We got a chance to take a close look at the Thermaltake Level 10 enclosure. It is constructed of solid aluminum panels. The full name of the chassis is "Level 10 Extreme Gaming Station" and will be available as a limited edition. Thermaltake is aiming for a 750 US Dollar price point. We have managed to take an exclusive sneak peak at the inside as well as the rear panel. 


 

 



As you can see, each compartement is isolated. The power supply and each hard drive bay are seperated. The mainboard one can easily be opened and as you can see, the cables are routed under the mainboard tray. We got a quick glance at the cable routing possibility as well.


 



*View at TechPowerUp Main Site*


----------



## DrPepper (Jun 4, 2009)

750USD wtf ? Thats rediculous. I want it though.


----------



## MoonPig (Jun 4, 2009)

damn thats nice.

Me wanty!

But not at that price. $750 .. That's gunna be mad in the UK... lol


----------



## Evo85 (Jun 4, 2009)

Got to admit, that friggin rocks! 

 The price point is a little high though.


----------



## DOM (Jun 4, 2009)

that is fugly


----------



## HolyCow02 (Jun 4, 2009)

DOM said:


> that is fugly



you sir read my mind. Great idea, but ugh... hit every branch falling from the top of the ugly tree. Crazy expensive too!


----------



## Sihastru (Jun 4, 2009)

Beauty is in the eye of the beholder. I am not that beholder.


----------



## newtekie1 (Jun 4, 2009)

It's unigue, I'll give them that.  At least they are still trying new things.

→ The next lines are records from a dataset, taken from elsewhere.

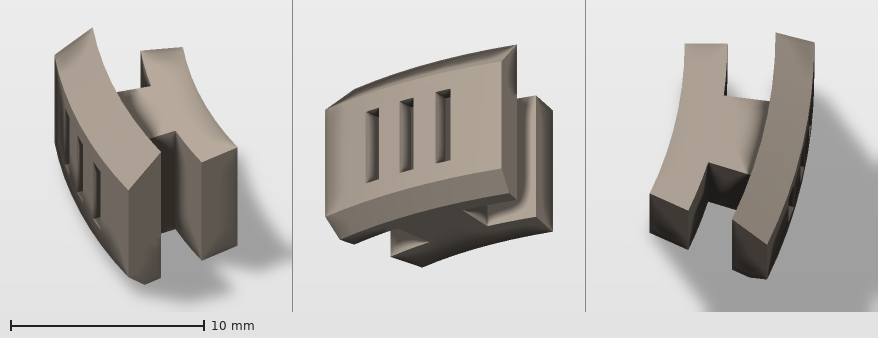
import cadquery as cq
import math

face_radius = 25.78
face_thickness = 2.0
gap = 2.5
rear_thickness = 2.2
full_width = 11.25
face_height = 8.7
rear_height = 6.8
top_bevel_height = 1.7
bottom_bevel = 1.0
stem_half_angle = 5.0

slot_count = 3
slot_pitch_angle = 5.0
slot_half_angle = 1.0
slot_height = 4.0
slot_depth = 1.0
slot_bottom = 2.0

face_inner_radius = face_radius - face_thickness
rear_outer_radius = face_inner_radius - gap
rear_inner_radius = rear_outer_radius - rear_thickness
half_angle = math.degrees(math.asin(full_width / 2 / face_radius))


def sector(profile, half_sweep):
    """Revolve a (radius, z) profile about Z, evenly to both sides of -Y."""
    solid = cq.Workplane("XZ").polyline(profile).close().revolve(
        2 * half_sweep, (0, 0, 0), (0, 1, 0)
    )
    center = solid.val().Center()
    middle_angle = math.degrees(math.atan2(center.y, center.x))
    return solid.rotate((0, 0, 0), (0, 0, 1), -90 - middle_angle)


def block_profile(inner_radius, outer_radius, height):
    return [(inner_radius, 0), (outer_radius, 0), (outer_radius, height), (inner_radius, height)]


front_plate = sector(
    [
        (face_inner_radius, 0),
        (face_radius - bottom_bevel, 0),
        (face_radius, bottom_bevel),
        (face_radius, face_height - top_bevel_height),
        (face_inner_radius, face_height),
    ],
    half_angle,
)

rear_plate = sector(block_profile(rear_inner_radius, rear_outer_radius, rear_height), half_angle)
stem = sector(
    block_profile(
        rear_outer_radius - rear_thickness / 2,
        face_inner_radius + face_thickness / 2,
        rear_height,
    ),
    stem_half_angle,
)
result = front_plate.union(rear_plate).union(stem)

slot_cutter = sector(
    block_profile(face_radius - slot_depth, face_radius + slot_depth, slot_height), slot_half_angle
).translate((0, 0, slot_bottom))
for index in range(slot_count):
    angle = (index - (slot_count - 1) / 2) * slot_pitch_angle
    result = result.cut(slot_cutter.rotate((0, 0, 0), (0, 0, 1), angle))

result = result.translate((0, face_radius, 0))

It's not for me, it isn't my style but I wouldn't call it ugly...

Personally, I'll take this over the Level 10 anyday...Save myself $725 too.


----------



## Sasqui (Jun 4, 2009)

Sihastru said:


> Beauty is in the eye of the beholder. I am not that beholder.



LOL


----------



## Mistral (Jun 4, 2009)

Awesome case... Love the design... I'll buy the waterproof edition.


----------



## BumbleBee (Jun 4, 2009)

in my opinion this case is ridiculous the price does not justify it. it's just an aluminum mold over the components the temperatures are probably average when compared to the open air of a standard chassis maybe even worst because I don't see much ventilation for any of the compartments and aluminum cases offer no thermal benefits, there is a reason why hard drives are placed in front of a intake fan this case also looks like it will run into clearance issues eventually. even if this case wasn't a collectors edition it would be doomed popular for a whole five minutes.


----------



## Deleted member 24505 (Jun 4, 2009)

You cant show off your thousands of dollars worth of hardware though.


----------



## BumbleBee (Jun 4, 2009)

you can't even do that there is no window. I don't even know anybody that owns the Lian Li TYR PCX-2000/ABS Canyon 695 and it's considered the best real world application case you can buy.


----------



## reverze (Jun 4, 2009)

$750?

Get the hell out of here.

You must be rich with no brains to pay that kind of cash for that.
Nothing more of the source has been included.